EXERCISE DETAILS: Each line in the entries below that holds the string "carril" must be copied.

[Stored items]

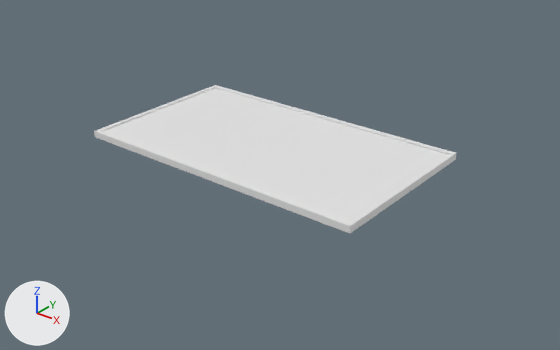
Before and after pictures for a commit that changed the glTF model apps/frontend/assets/models/stadium.gltf.
One viewpoint serves both versions: a 50 mm camera at (20.5, -24.8, 14.1) aimed at (0.8, -0.1, -1.2). The axes (+X, +Y, +Z) are drawn at lower left. The lights are the same throughout. Where no turn or scale is listed for an object, it has been applied to the vertices. Vertices at the same position are counted once.

In view in the first picture: 'ground', 'group_border'.
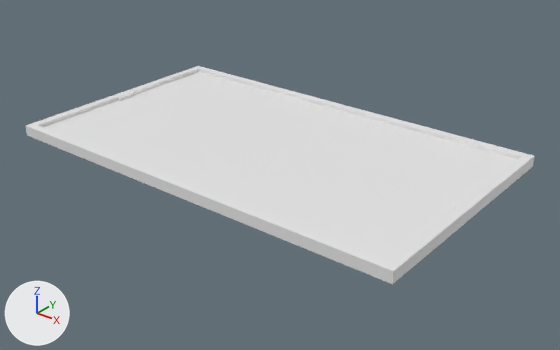
Boxes (x1, y1, x2, y2) around the edits, measured in the pictures (560 x 350 px):
'ground', mesh rescaled, moved (37% wider, 41% taller): before (103, 88, 448, 222); after (44, 72, 518, 262)
'group_border', reshaped, moved (40% wider, 47% taller): before (94, 85, 457, 233); after (26, 66, 534, 284)
'paddleOwner', added: after (118, 92, 135, 101)
'paddleOpponent', added: after (454, 197, 469, 210)

The edits, one by one:
me_mesh_0 has 8 vertices, 12 faces and spans x -6.91..6.91, y -3.88..3.88, z -0.07..0.07.
me_mesh_0 is used by ob_ground; location (0.1, -0.09, 0.09).
me_mesh_0 part 1: the whole mesh is scaled about its middle by (1.39, 1.39, 1).
me_mesh_1 is used by ob_group_border; location (0.11, -0.07, 0.07).
me_mesh_1 had 28 vertices, 56 faces and spanned x -7.12..7.12, y -4.1..4.1, z -0.16..0.16.
me_mesh_1 now has 28 vertices, 56 faces and spans x -10.0..10.0, y -5.8..5.8, z -0.25..0.25.
me_mesh_1 part 2: 28 of 28 vertices moved; they spanned x -7.12..7.12, y -4.1..4.1, z -0.16..0.16 and now span x -10.0..10.0, y -5.8..5.8, z -0.25..0.25; mean shift (0.0, 0.0, 0.0); largest move (7.12, -4.1, 0.16) -> (10.0, -5.8, 0.25).
Mesh me_mesh_1_1 is new.
It is a box spanning x -0.075..0.075, y -0.5..0.5, z -0.075..0.075.
Object 'ground' (ob_ground) moves from (0.1, -0.09, 0.09) to (0.0, 0.0, 0.0).
Object 'group_border' (ob_group_border) moves from (0.11, -0.07, 0.07) to (0.0, 0.0, 0.0).
Object 'paddleOwner' (ob_paddleowner) is new; it shows me_mesh_1_1.
Its location is (-9.52, 0.0, 0.15).
Object 'paddleOpponent' (ob_paddleopponent) is new; it shows a copy of me_mesh_1_1.
Its location is (9.52, 0.0, 0.15).
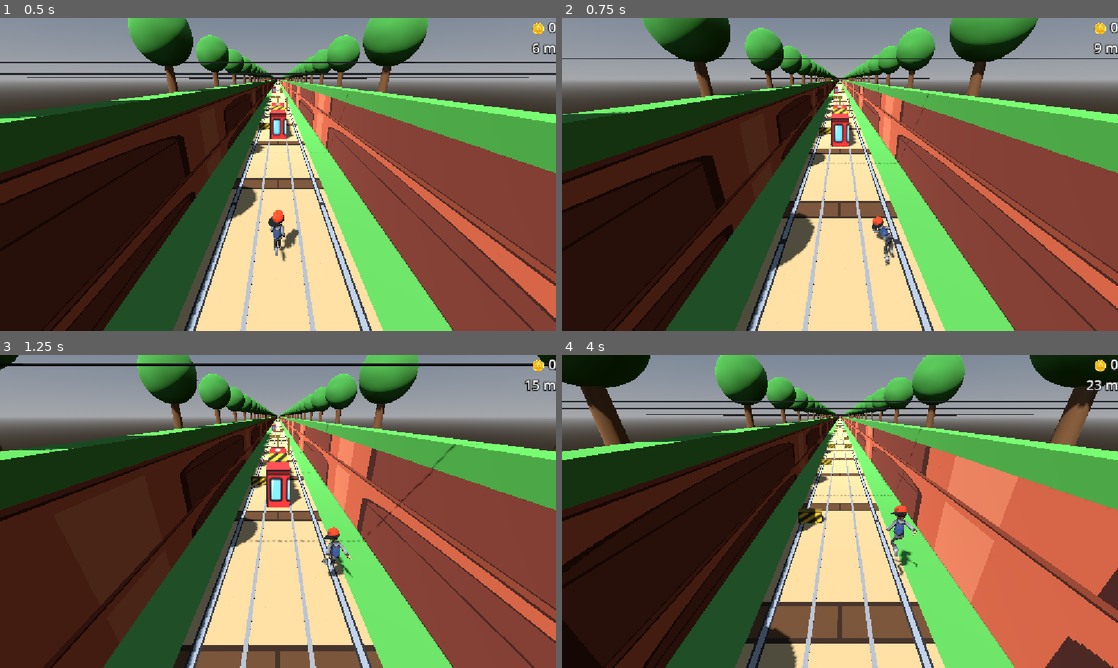
Above: before the commit, frames 1-4 (two rows, left to right).
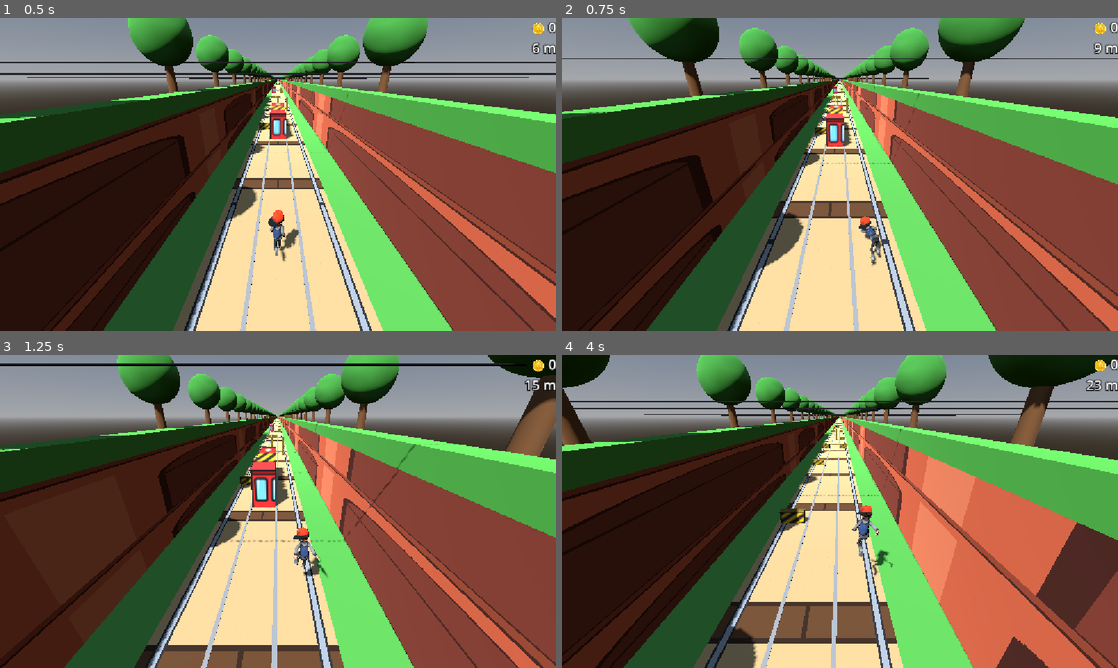
Above: after the commit, the same moments.

Repository: iandifilippo/NeXus-Subway-Surfers
Game: Godot game, scene res://scenes/main/main.tscn
The game is run twice, just before and just after one commit, with the same random seed, the same clock (stepped at 60 frames per second) and the same inputs.
Inputs:
- Up to frame 1 (0.5 s): no input
- Up to frame 2 (0.75 s): hold Right (move_right) from 0.53 s (still down); hold Down (roll) from 0.53 s (still down)
- Up to frame 3 (1.25 s): keep holding Right (move_right); keep holding Down (roll); tap Up (jump) at 0.77 s
- Up to frame 4 (4 s): release Right (move_right) at 1.28 s; release Down (roll) at 1.28 s; hold Left (move_left) 1.28-2 s; tap Down (roll) at 1.35, 3.6 s; tap Up (jump) at 1.52, 3.77 s; click "Reintentar" at 2 s; hold Down (roll) 2.78-3.53 s; hold Right (move_right) from 2.78 s (still down)

Frame 1 is identical in both runs. In frame 2, 27% of the frame differs, in the area x 0-100%, y 0-100%; in frame 3, 38%; in frame 4, 49%.

Commit message:
Cámara sigue al jugador lateralmente (Lerp)
Agregamos seguimiento lateral suave de la cámara respecto al jugador, usando lerp() en vez de un SpringArm3D. Se descarta el enfoque de SpringArm3D porque el juego no tiene obstáculos verticales ni geometría que la cámara deba esquivar, así que su función de evitar colisiones no aporta nada aquí y sí agrega complejidad innecesaria.

- CAMERA_FOLLOW_AMOUNT (0.6): cuánto se mueve la cámara respecto al jugador.
- CAMERA_FOLLOW_SPEED (4.0): qué tan rápido alcanza al jugador.

Diff:
--- a/scenes/main/main.gd
+++ b/scenes/main/main.gd
@@ -4,7 +4,8 @@
 ## y es este script el que mueve el mundo entero hacia él (+Z). Esto evita
 ## acumular coordenadas enormes (que degradan la precisión de los float en
 ## partidas largas), permite reusar un pool fijo de nodos, y hace que la
-## cámara no necesite lógica de seguimiento.
+## cámara no necesite lógica de seguimiento EN PROFUNDIDAD (eje Z) — solo
+## necesita seguir al jugador de lado a lado (eje X) cuando cambia de carril.
 extends Node3D
 
 ## --- Terreno ---
@@ -56,8 +57,25 @@
 const DESPAWN_Z := 15.0   ## Pasado este punto ya quedaron detrás de la cámara
 						  ## y se eliminan para no acumular nodos.
 
+## --- Seguimiento lateral de la cámara ---
+const CAMERA_FOLLOW_AMOUNT := 0.6  ## Qué tanto se mueve la cámara respecto
+									## al jugador. 1.0 = la sigue exacto
+									## (igual de rápido, mismo carril),
+									## 0.0 = no se mueve nunca. 0.6 hace que
+									## se note el movimiento sin que la
+									## cámara "gire" bruscamente de golpe.
+const CAMERA_FOLLOW_SPEED := 4.0   ## Qué tan rápido "alcanza" la cámara al
+									## objetivo. Es la velocidad del lerp:
+									## más alto = reacciona casi al instante,
+									## más bajo = se queda atrás con un
+									## trotecito perceptible detrás del
+									## jugador (ese es el efecto que
+									## buscamos, un seguimiento "leve").
+
 @onready var game_over: Control = $GameOver
 @onready var hud: Control = $HUD
+@onready var camera: Camera3D = $Camera3D
+@onready var player: CharacterBody3D = $Player
 
 ## --- Estado de la partida ---
 var speed := START_SPEED       ## Velocidad actual del mundo.
@@ -138,6 +156,17 @@
 	if next_coin_spawn <= 0.0:
 		spawn_coins()
 		next_coin_spawn = COIN_GAP
+
+	# --- Seguimiento lateral de la cámara ---
+	# La cámara NO es hija del jugador (evitamos así el problema de que
+	# choque contra su propia cápsula de colisión, que fue justo lo que
+	# rompió el intento anterior con SpringArm3D). En su lugar, cada frame
+	# la acercamos un poco más hacia una posición X calculada a partir de
+	# dónde está el jugador, con lerp(): eso da un seguimiento suave, con
+	# un pequeño retraso natural, en vez de un salto brusco o un enganche
+	# rígido 1 a 1.
+	var camera_target_x := player.position.x * CAMERA_FOLLOW_AMOUNT
+	camera.position.x = lerp(camera.position.x, camera_target_x, CAMERA_FOLLOW_SPEED * delta)
 
 	hud.update_hud(coins, distance)
 
@@ -216,12 +245,17 @@
 		# Zigzag: obliga a cambiar de carril cada tres monedas.
 		"zigzag":
 			for i in 9:
+				# La división entera es intencional: agrupa las monedas
+				# de a 3 en 3 para el patrón en zigzag. Por eso se silencia
+				# el aviso de "integer division" en vez de cambiarla.
 				@warning_ignore("integer_division")
 				var l: int = clampi(lane + (i / 3) % 3 - 1, 0, 2)
 				try_place_coin(l, SPAWN_Z - i * COIN_SPACING)
 		# Escalera: desplazamiento progresivo hacia un lado.
 		"stairs":
 			for i in 6:
+				# Misma razón: división entera intencional, agrupa de a 2
+				# para que el desplazamiento avance cada dos monedas.
 				@warning_ignore("integer_division")
 				var l: int = clampi(lane + i / 2, 0, 2)
 				try_place_coin(l, SPAWN_Z - i * COIN_SPACING)

EXPECTED ANSWER:
+## necesita seguir al jugador de lado a lado (eje X) cuando cambia de carril.
+									## (igual de rápido, mismo carril),
 		# Zigzag: obliga a cambiar de carril cada tres monedas.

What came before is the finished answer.